Светлый фон

– Порча есть, – констатировала она. – Тяжёлая порча.

– На смерть? – спросил Белкин, вмешавшись в бабкину диагностику.

– Тяжелая порча, милок, – кивала она. – И на смерть, и на жизнь. Давно в церкви-то не был?

– Давно, – солгал я. Храмы я никогда не посещал.

– Плохо. Захирел совсем. Члены твои покаяния просят, а ты держишься, как боишься воли Господа услышать?

– Чего?

– И не слышишь ничего, и не хочешь видеть. Затмился рассудок твой – тяжёлая порча. Носишь её давно и маешься, а причастился бы, так и легче станет. Поздно. Одним причастием не избавишься. Отчитать тебя надо с силой.

– Это как?

– Узнаешь, – проскрипела бабка, – а ты, мил человек, – обратилась она к Белкину, – затопи пока баню. Дрова на дворе. Спички в подвале возьми и ступай! Не мешай. Постой! Человека вашего отпустите! Пусть не ждёт.

Бабка ведала всё: и про то, что мне давно пора покаяться, и про то, что нас за околицей ждал терпеливый водитель. Белкин беспрекословно двинулся выполнять её волю, а я остался сидеть на корявом стуле в ожидании очистительного ритуала.

– Не вставай и молись, как умеешь, – твёрдо приказала знахарка и ушла.
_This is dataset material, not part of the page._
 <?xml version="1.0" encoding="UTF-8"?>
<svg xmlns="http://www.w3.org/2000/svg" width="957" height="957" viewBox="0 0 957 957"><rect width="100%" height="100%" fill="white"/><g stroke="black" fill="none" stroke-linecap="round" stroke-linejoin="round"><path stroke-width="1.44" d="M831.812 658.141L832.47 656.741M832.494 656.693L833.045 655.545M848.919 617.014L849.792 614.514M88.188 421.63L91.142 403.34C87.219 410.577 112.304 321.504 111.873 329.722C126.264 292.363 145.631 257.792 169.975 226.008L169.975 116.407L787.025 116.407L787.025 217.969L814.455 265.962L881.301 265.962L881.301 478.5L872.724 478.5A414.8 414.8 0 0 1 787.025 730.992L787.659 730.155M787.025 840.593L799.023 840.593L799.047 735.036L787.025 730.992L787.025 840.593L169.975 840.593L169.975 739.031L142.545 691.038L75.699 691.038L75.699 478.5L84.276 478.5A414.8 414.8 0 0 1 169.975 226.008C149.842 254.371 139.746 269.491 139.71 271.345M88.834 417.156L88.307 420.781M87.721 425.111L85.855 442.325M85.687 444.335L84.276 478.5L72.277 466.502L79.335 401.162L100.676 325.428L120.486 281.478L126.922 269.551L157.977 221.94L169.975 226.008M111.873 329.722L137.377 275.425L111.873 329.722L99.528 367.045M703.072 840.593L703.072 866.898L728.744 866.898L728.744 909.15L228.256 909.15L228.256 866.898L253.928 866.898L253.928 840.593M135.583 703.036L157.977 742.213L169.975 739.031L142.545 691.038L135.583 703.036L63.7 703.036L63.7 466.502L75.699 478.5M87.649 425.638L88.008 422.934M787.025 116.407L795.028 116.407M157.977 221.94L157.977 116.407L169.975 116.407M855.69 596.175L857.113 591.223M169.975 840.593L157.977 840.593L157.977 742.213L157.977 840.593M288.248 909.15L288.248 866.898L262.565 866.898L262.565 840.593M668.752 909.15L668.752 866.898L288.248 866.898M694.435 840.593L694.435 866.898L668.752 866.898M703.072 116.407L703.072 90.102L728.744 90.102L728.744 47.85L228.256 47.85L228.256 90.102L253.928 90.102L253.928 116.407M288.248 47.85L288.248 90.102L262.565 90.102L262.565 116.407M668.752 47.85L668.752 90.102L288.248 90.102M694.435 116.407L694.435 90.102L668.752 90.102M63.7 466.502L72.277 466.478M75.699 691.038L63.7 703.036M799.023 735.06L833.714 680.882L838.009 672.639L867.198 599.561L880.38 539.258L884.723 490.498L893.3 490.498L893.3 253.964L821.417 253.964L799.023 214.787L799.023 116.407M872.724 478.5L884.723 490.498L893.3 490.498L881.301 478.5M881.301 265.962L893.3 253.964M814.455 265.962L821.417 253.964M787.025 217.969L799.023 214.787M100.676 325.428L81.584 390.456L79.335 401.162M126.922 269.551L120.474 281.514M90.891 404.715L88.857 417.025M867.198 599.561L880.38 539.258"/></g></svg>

Остался я в пустой спальне с образами, свечами и чёрной кошкой на покрывале кровати. Котяра сопела и переливалась длинными усами. Я не соображал, чем заняться, и стал просить прощения: у себя, у Лизы, друзей и Господа…

Просидел я довольно долго, пока не почуял запах гари – это топил баню Белкин. Я ни разу не держал в руках ни топора, ни полена, и баню, разумеется, не готовил. Белкин тоже делал это впервые и изрядно надымил по всему двору. Похоже, банька топилась по-чёрному, отражая дух самой тёмной избы.

Полоумная старуха вернулась с круглым блюдом в руках. Поставила его поодаль на захламлённый столик, заставленный банками с разной травянистой всячиной и спичечными коробками. Принялась готовить отвар, а в блюде дымился паром кипяток, но вода плескалась тёмно-синяя, как морское дно. Столовой ложкой знахарка мешала зелье. Взяла сыпучую горсть высушенной травы со дна литровой банки и бросила в блюдо, затем использовала другую горсть из соседней банки. После посыпала всё солью из спичечного коробка. Добавила чьи-то мелкие кости и какую-то вонючую гадость, похожую на раздавленные внутренности лягушек, и взялась потихоньку перемешивать, приговаривая непонятные заклинания и заговорённые молитвы. Похожим способом, вероятно, действовала и Адель, если она действительно ведьма, в чём я уже не сомневался, но успел простить её и чувствовал к ней смиренную жалость. Ей предстояло многому научиться у знахарки.